Es wird nicht mehr so viel Modder entstehen, da die Kübel vom Wasser umspült werden


----------



## jolantha (5. Sep. 2010)

*AW: Klärteich - zu wenig Sauerstoff ??*

Danke Uwe,
die Logik hat mir irgendwie gefehlt. Meinst Du, ich kann das jetzt zum Herbst hin alles noch ändern, oder soll ich lieber bis zum Frühjahr warten ? Es sind nämlich auch Millionen von Kleinstlebewesen drin, die ich ja dann wieder alle mit abpumpen würde 
Gruß Jo


----------



## Koi-Uwe (5. Sep. 2010)

*AW: Klärteich - zu wenig Sauerstoff ??*

Warte bis zum Frühjahr, jetzt noch umpflanzen bringt nichts mehr


----------



## jolantha (6. Sep. 2010)

*AW: Klärteich - zu wenig Sauerstoff ??*

Hallo, Uwe, ich hoffe, Du kommst hier noch mal vorbei. Jetzt hat mir nämlich jemand erzählt, ich solle eine Schaufel voll Löschkalk  zwischen die Pflanzen streuen, das würde den Schlamm zersetzen ????
Da das Waser aber in den Teich läuft, habe ich Angst um meine Fische !
Gruß Jo


----------



## Koi-Uwe (6. Sep. 2010)

*AW: Klärteich - zu wenig Sauerstoff ??*

Ich kann dir leider nicht sagen was der Kalk noch so anrichtet. Ich würds lassen


----------



## Eugen (6. Sep. 2010)

*AW: Klärteich - zu wenig Sauerstoff ??*

Ich __ störe euren Dialog ja nur ungern.
Aber ist es nicht kontraproduktiv,wenn man in einem Klärteich die Pflanzen in Kübel setzt.
Da nützt das "Umspülen" der Kübel herzlich wenig.

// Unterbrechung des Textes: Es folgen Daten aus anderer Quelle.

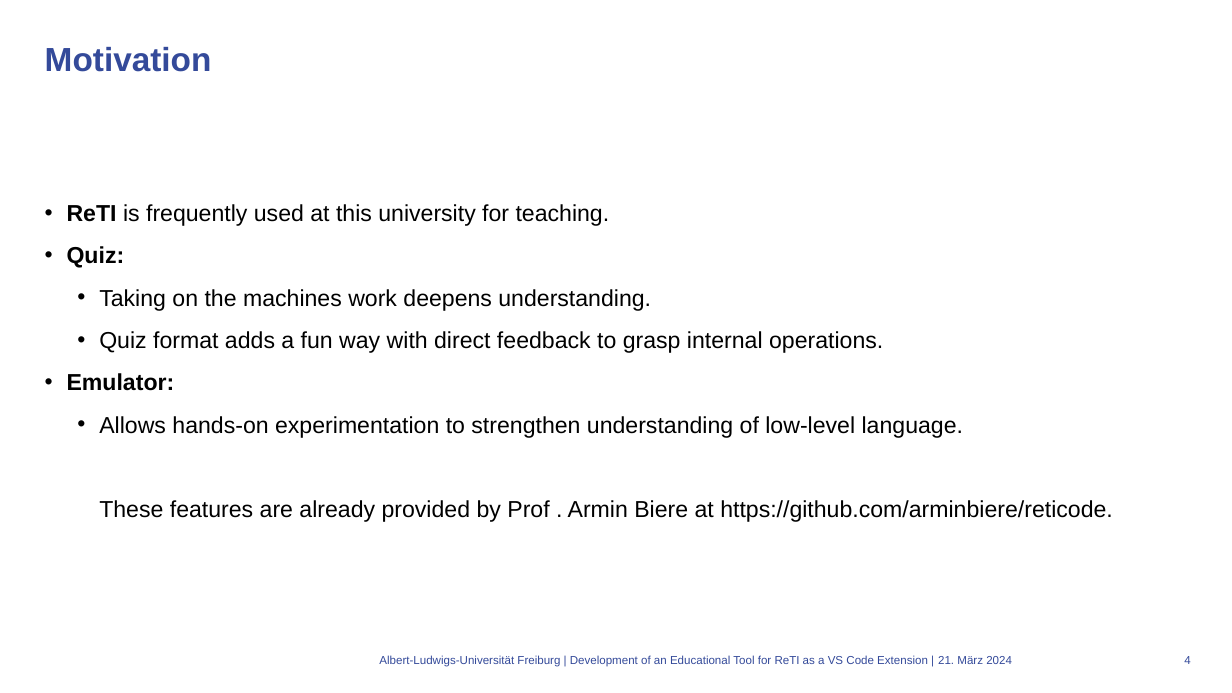
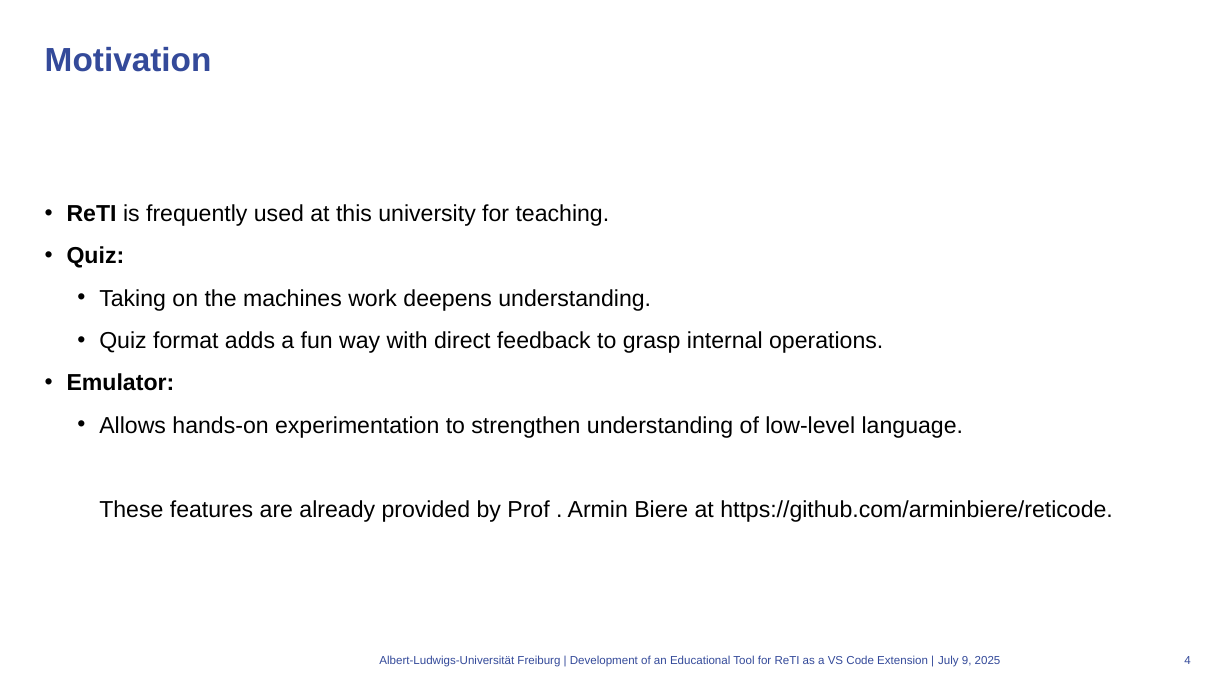
Before and after one commit to mlt279/vscode-reti, a slide deck: slide 4 of presentation/presentation.odp. Drawn at 1232x693 pixels with LibreOffice and Linux fonts; fonts in the diff are those of the drawing; background and template pictures are left out. Boxes give left, top, right and bottom in pixels: in the first picture for what was removed or moved away, otherwise in the second. Text is boxed around its words. In the diff, an @@ line names an element or a change of style, - is before the commit and + after.

```diff
--- a/presentation/presentation.odp
+++ b/presentation/presentation.odp
@@ text at box(938, 655, 1001, 667): text changed @@
-21. März 2024
+July 9, 2025
```
Also in this commit, not shown: 6 other slides changed, 4 other files.

Oder sind mit "Kübeln" Körbe gemeint. 
Das würde mehr Sinn ergeben.

Bin schon wieder weg


----------



## Koi-Uwe (6. Sep. 2010)

*AW: Klärteich - zu wenig Sauerstoff ??*

Ich hatte auch Körbe (in meinem ersten Posting) geschrieben,
logisch das Kübel überhaupt keinen Sinn machen 

Und wenn du etwas zum Dialog hinzufügen möchtest, immer gerne


----------



## Eugen (6. Sep. 2010)

*AW: Klärteich - zu wenig Sauerstoff ??*

Schon klar,
nur kommt dann #3 und #4 mit Kübel.  
Nicht daß sich Jo dann an den "Kübeln" orientiert


----------



## jolantha (6. Sep. 2010)

*AW: Klärteich - zu wenig Sauerstoff ??*

Hallo, Eugen
Klasse, daß wir jetzt ein Trio bilden, kannst Du mir denn was gegen meinen Modder empfehlen ????
Gruß Jo


----------